Problem to solve: Every line below from the one containing "SLEEVE_REACH = 17.5" through the one containing "BRACKET_TIP_RADIUS = 0.5" must be transcribed exactly. Omit all lines outside that stretch.
────────────────
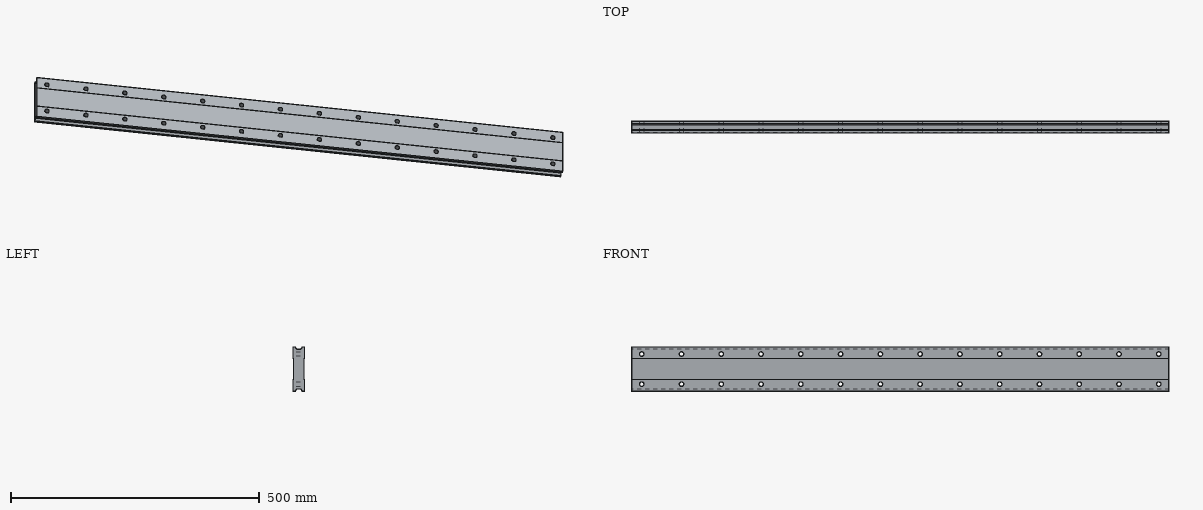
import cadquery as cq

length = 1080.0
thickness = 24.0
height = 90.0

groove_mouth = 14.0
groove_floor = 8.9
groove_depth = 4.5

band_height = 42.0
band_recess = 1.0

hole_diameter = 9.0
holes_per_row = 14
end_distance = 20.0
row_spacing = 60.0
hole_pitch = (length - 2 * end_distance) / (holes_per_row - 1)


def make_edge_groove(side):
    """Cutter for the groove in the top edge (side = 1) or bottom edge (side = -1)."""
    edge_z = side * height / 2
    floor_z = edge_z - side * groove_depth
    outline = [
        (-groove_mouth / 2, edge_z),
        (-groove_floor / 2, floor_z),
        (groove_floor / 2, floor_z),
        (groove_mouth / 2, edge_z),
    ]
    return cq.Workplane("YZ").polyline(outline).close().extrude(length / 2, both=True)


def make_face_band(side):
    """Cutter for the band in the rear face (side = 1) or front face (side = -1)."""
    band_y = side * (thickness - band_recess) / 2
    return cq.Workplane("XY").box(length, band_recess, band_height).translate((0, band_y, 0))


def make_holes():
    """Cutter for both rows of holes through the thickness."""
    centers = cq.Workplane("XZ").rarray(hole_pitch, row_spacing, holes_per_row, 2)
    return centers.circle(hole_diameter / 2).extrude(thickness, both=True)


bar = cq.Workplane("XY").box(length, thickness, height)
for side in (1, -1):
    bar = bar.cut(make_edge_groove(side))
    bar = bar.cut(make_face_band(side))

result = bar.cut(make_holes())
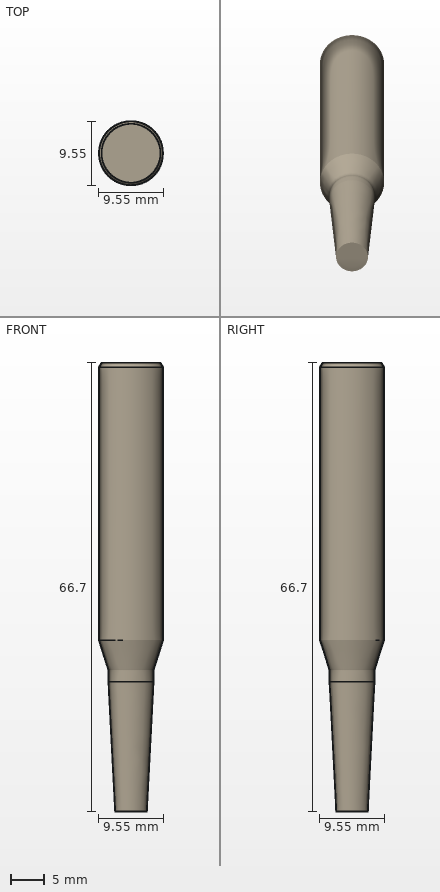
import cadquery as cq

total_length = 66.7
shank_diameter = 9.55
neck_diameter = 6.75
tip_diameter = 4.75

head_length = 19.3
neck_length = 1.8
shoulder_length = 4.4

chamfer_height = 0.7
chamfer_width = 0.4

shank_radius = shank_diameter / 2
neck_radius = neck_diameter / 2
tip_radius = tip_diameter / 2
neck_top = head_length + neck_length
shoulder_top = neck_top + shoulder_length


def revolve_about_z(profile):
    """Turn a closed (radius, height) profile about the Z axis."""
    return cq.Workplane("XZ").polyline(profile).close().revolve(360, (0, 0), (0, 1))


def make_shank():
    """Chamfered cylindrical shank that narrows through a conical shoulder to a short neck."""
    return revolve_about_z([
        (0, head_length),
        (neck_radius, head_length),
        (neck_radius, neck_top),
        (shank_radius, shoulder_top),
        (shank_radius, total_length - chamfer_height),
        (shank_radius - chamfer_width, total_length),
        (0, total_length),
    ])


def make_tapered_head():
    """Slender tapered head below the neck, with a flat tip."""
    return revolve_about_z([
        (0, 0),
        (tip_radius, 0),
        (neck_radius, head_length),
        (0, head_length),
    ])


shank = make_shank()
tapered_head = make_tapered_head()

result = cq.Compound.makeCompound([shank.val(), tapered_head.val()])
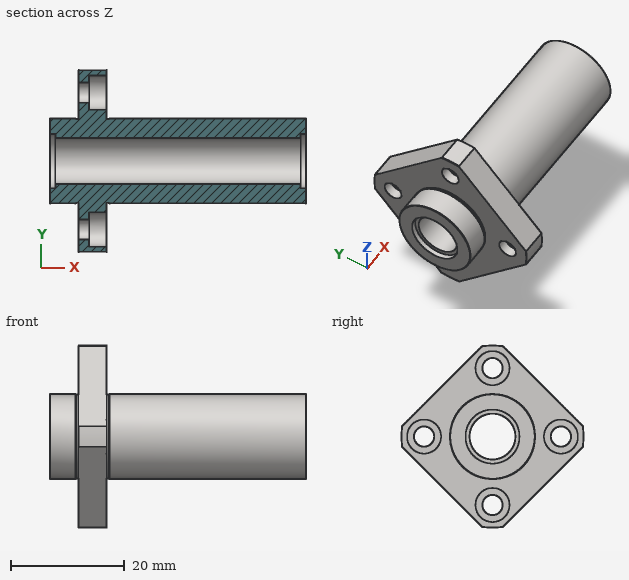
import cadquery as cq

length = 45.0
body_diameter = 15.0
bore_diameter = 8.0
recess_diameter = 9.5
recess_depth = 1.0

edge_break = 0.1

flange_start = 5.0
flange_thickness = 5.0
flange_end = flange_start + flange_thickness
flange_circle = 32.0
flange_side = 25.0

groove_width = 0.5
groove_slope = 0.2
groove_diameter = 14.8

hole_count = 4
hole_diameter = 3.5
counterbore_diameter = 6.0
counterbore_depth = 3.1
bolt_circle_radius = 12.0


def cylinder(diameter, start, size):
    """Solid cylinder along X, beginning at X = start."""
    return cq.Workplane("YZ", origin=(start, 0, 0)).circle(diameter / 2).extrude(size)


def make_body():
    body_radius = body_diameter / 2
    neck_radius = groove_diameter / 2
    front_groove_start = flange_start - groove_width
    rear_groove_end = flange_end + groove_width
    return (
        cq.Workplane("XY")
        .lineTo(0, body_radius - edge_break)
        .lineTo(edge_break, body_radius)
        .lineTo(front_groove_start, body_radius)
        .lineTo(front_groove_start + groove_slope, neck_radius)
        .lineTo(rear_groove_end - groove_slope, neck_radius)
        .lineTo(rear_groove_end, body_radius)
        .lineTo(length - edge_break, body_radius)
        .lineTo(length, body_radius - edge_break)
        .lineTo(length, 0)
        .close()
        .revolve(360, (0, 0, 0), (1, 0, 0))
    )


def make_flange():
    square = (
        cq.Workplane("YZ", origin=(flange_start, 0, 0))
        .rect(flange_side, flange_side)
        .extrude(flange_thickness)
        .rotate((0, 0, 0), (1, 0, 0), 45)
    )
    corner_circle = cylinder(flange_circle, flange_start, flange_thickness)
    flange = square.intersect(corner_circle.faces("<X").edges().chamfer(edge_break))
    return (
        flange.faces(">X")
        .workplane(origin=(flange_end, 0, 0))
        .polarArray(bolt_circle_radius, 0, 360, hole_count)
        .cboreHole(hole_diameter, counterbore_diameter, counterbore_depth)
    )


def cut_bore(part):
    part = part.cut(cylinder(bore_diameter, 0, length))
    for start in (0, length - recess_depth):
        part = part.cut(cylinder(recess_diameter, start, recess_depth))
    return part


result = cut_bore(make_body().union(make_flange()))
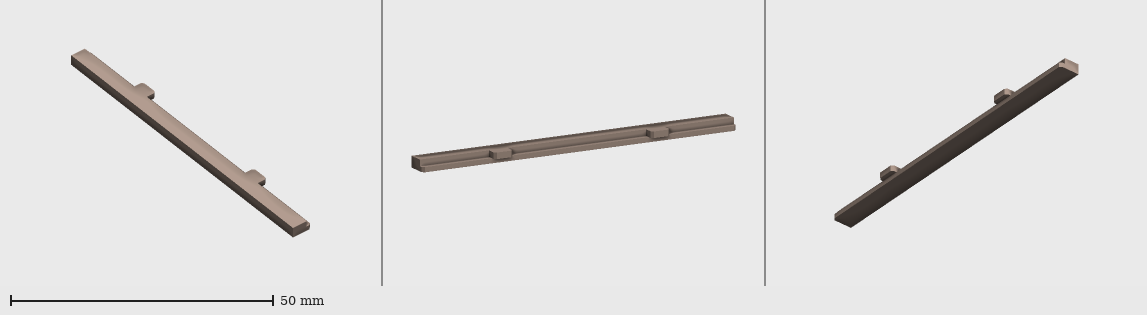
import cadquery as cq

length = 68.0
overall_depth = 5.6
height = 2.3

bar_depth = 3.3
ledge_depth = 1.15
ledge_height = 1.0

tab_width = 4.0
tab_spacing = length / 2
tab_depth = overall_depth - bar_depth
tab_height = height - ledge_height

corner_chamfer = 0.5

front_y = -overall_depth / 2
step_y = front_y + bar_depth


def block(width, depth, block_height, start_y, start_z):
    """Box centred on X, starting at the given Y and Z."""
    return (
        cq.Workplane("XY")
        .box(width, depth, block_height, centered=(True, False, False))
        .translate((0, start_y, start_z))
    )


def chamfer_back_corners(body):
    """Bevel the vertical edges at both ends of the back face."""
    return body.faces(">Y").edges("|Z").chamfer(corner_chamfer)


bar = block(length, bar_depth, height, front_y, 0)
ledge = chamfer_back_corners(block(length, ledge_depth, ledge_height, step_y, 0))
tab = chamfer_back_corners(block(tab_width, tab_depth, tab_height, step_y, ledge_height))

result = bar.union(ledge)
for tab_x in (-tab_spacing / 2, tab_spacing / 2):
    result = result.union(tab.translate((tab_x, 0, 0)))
────────────────
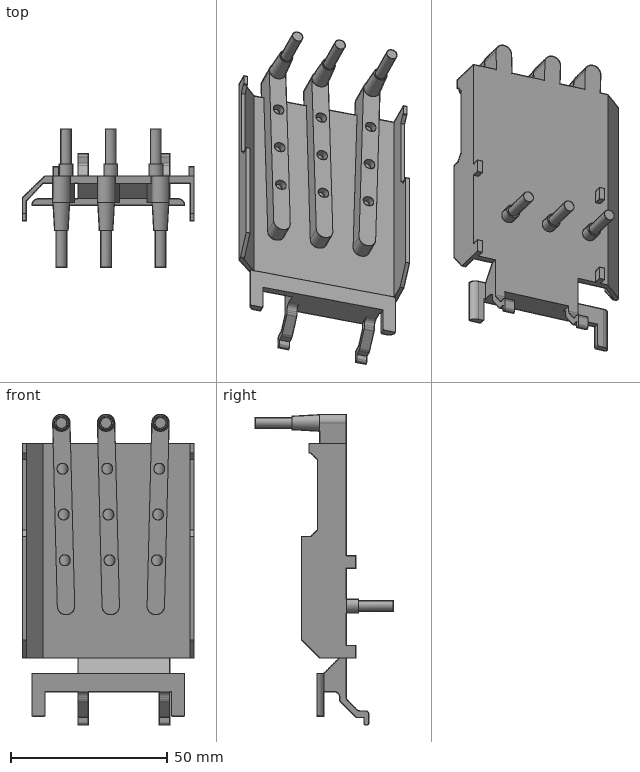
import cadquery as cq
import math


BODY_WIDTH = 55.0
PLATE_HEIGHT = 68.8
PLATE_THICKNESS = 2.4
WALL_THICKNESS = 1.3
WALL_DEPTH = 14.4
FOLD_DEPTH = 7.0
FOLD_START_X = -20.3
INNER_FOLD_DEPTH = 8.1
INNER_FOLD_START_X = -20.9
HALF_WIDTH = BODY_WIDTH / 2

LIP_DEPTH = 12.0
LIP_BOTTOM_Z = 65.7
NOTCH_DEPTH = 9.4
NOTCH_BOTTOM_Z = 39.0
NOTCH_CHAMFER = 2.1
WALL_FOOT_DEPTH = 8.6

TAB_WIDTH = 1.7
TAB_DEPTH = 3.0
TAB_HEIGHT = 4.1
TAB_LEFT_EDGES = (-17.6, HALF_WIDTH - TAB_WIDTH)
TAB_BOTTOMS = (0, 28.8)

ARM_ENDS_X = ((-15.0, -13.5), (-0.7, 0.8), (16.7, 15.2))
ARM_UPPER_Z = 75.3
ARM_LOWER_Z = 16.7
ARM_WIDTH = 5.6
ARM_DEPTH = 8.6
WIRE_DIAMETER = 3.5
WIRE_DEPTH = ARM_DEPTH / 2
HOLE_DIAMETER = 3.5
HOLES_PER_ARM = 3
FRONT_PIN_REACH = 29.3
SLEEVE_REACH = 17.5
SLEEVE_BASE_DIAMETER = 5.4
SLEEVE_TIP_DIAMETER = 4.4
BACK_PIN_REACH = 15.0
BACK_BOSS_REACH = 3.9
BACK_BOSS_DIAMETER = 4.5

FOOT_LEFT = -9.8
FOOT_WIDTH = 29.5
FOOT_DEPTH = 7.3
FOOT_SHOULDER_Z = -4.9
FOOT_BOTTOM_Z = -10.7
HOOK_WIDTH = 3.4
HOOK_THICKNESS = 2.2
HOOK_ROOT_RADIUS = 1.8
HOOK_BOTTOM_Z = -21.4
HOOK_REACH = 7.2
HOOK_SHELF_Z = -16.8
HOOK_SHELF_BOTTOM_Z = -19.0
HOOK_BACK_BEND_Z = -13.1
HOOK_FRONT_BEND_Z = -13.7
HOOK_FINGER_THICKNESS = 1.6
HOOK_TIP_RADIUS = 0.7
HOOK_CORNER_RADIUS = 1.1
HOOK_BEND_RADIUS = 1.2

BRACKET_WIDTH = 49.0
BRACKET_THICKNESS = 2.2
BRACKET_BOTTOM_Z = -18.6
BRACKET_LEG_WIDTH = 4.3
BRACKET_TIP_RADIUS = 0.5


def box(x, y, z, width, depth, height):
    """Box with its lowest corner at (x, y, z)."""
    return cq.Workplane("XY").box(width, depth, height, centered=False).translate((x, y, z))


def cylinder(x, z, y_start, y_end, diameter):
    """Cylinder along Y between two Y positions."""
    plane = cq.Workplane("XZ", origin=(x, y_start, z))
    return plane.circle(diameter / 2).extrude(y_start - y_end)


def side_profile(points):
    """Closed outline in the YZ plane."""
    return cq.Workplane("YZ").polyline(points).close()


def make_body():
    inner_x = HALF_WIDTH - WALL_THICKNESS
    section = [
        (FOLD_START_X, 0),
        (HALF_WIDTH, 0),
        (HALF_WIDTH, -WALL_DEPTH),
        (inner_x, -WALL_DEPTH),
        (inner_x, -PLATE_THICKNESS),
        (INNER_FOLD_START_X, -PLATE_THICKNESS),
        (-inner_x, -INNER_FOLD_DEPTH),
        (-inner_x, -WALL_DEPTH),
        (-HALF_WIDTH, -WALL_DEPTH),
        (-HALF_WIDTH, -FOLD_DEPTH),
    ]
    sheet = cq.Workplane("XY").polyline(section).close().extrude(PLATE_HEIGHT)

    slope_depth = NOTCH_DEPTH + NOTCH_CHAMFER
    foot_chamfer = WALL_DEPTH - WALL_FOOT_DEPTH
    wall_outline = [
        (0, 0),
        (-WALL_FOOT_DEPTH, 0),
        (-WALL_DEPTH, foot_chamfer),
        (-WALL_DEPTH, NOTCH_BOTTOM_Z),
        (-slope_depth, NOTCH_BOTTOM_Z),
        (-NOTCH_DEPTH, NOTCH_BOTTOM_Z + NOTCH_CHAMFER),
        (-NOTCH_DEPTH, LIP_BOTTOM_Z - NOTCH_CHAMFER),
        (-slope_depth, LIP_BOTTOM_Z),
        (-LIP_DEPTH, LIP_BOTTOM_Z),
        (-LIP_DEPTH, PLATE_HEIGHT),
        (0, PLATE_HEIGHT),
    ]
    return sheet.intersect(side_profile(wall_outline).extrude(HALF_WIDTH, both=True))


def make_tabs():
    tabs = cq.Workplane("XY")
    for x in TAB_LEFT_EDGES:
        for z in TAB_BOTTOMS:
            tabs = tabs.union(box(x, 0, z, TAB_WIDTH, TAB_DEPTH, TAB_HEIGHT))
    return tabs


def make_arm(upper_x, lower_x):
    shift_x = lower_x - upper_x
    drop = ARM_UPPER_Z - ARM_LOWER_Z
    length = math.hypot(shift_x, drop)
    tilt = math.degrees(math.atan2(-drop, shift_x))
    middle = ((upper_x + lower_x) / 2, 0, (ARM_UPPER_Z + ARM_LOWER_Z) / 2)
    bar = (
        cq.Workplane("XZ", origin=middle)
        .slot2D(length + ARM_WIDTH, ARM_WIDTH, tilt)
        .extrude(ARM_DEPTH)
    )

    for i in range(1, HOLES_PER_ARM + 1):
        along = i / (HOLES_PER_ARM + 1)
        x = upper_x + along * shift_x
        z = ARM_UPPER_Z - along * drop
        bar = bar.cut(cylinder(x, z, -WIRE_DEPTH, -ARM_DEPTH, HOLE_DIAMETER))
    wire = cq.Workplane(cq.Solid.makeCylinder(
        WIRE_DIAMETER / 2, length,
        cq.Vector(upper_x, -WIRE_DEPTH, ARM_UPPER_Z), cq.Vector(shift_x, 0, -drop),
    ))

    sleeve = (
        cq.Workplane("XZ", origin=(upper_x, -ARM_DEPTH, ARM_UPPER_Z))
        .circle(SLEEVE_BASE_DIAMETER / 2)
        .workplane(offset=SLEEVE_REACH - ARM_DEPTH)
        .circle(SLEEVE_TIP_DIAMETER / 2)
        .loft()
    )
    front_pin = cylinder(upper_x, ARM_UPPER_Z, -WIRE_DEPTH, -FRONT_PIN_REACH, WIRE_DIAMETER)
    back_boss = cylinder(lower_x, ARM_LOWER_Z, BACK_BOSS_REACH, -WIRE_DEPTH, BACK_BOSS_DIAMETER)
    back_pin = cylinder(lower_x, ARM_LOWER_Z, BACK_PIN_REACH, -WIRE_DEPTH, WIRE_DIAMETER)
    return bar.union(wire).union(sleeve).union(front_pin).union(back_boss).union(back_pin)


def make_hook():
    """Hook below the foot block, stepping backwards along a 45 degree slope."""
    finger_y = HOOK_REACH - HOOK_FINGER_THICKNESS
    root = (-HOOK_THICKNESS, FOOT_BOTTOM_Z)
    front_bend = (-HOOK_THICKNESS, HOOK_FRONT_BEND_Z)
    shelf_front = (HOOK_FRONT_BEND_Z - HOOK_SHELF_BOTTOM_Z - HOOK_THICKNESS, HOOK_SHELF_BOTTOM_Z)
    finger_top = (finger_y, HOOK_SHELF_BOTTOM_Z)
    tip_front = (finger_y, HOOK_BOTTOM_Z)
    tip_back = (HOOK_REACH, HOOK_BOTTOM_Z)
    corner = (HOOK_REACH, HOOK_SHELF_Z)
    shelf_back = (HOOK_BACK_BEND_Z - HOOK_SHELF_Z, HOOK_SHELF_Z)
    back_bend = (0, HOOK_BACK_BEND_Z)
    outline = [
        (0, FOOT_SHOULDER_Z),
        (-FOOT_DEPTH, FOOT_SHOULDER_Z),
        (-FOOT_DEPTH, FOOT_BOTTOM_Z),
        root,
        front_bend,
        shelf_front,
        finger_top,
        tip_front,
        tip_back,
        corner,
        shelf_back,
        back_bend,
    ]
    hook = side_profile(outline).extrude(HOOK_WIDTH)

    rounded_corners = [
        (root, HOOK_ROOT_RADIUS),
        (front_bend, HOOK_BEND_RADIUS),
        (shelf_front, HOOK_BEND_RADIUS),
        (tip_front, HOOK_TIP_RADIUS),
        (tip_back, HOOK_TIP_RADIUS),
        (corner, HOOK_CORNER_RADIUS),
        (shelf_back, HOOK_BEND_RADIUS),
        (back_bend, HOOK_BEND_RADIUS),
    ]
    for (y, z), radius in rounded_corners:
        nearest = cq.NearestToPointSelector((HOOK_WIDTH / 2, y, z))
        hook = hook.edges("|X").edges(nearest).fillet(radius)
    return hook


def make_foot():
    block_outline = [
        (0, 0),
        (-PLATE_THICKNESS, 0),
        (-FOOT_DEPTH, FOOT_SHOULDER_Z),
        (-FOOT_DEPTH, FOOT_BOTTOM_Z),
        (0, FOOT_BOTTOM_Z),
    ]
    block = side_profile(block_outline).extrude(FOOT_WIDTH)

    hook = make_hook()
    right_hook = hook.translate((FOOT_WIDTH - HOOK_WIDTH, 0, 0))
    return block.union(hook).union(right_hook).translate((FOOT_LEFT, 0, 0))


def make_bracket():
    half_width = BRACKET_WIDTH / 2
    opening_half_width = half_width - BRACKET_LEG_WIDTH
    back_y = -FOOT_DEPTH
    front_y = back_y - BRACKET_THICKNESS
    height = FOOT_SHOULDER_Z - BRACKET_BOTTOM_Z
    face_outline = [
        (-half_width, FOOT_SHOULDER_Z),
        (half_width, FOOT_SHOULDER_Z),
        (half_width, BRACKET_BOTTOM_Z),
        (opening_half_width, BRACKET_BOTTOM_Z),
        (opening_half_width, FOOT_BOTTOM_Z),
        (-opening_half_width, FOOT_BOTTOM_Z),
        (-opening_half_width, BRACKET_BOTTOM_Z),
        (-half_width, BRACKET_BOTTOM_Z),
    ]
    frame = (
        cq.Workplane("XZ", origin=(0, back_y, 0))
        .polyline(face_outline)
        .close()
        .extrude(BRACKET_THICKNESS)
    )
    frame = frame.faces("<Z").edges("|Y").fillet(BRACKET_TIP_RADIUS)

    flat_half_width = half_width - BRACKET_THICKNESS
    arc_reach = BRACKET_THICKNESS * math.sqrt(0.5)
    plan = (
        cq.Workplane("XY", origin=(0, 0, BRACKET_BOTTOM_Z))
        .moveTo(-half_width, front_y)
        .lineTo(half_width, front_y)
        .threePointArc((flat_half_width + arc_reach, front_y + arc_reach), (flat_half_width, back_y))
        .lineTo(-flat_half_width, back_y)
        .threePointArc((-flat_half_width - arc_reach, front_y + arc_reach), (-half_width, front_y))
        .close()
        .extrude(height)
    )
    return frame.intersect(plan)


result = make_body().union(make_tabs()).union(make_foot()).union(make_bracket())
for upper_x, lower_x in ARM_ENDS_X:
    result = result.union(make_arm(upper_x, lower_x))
────────────────
Your solution:
SLEEVE_REACH = 17.5
SLEEVE_BASE_DIAMETER = 5.4
SLEEVE_TIP_DIAMETER = 4.4
BACK_PIN_REACH = 15.0
BACK_BOSS_REACH = 3.9
BACK_BOSS_DIAMETER = 4.5

FOOT_LEFT = -9.8
FOOT_WIDTH = 29.5
FOOT_DEPTH = 7.3
FOOT_SHOULDER_Z = -4.9
FOOT_BOTTOM_Z = -10.7
HOOK_WIDTH = 3.4
HOOK_THICKNESS = 2.2
HOOK_ROOT_RADIUS = 1.8
HOOK_BOTTOM_Z = -21.4
HOOK_REACH = 7.2
HOOK_SHELF_Z = -16.8
HOOK_SHELF_BOTTOM_Z = -19.0
HOOK_BACK_BEND_Z = -13.1
HOOK_FRONT_BEND_Z = -13.7
HOOK_FINGER_THICKNESS = 1.6
HOOK_TIP_RADIUS = 0.7
HOOK_CORNER_RADIUS = 1.1
HOOK_BEND_RADIUS = 1.2

BRACKET_WIDTH = 49.0
BRACKET_THICKNESS = 2.2
BRACKET_BOTTOM_Z = -18.6
BRACKET_LEG_WIDTH = 4.3
BRACKET_TIP_RADIUS = 0.5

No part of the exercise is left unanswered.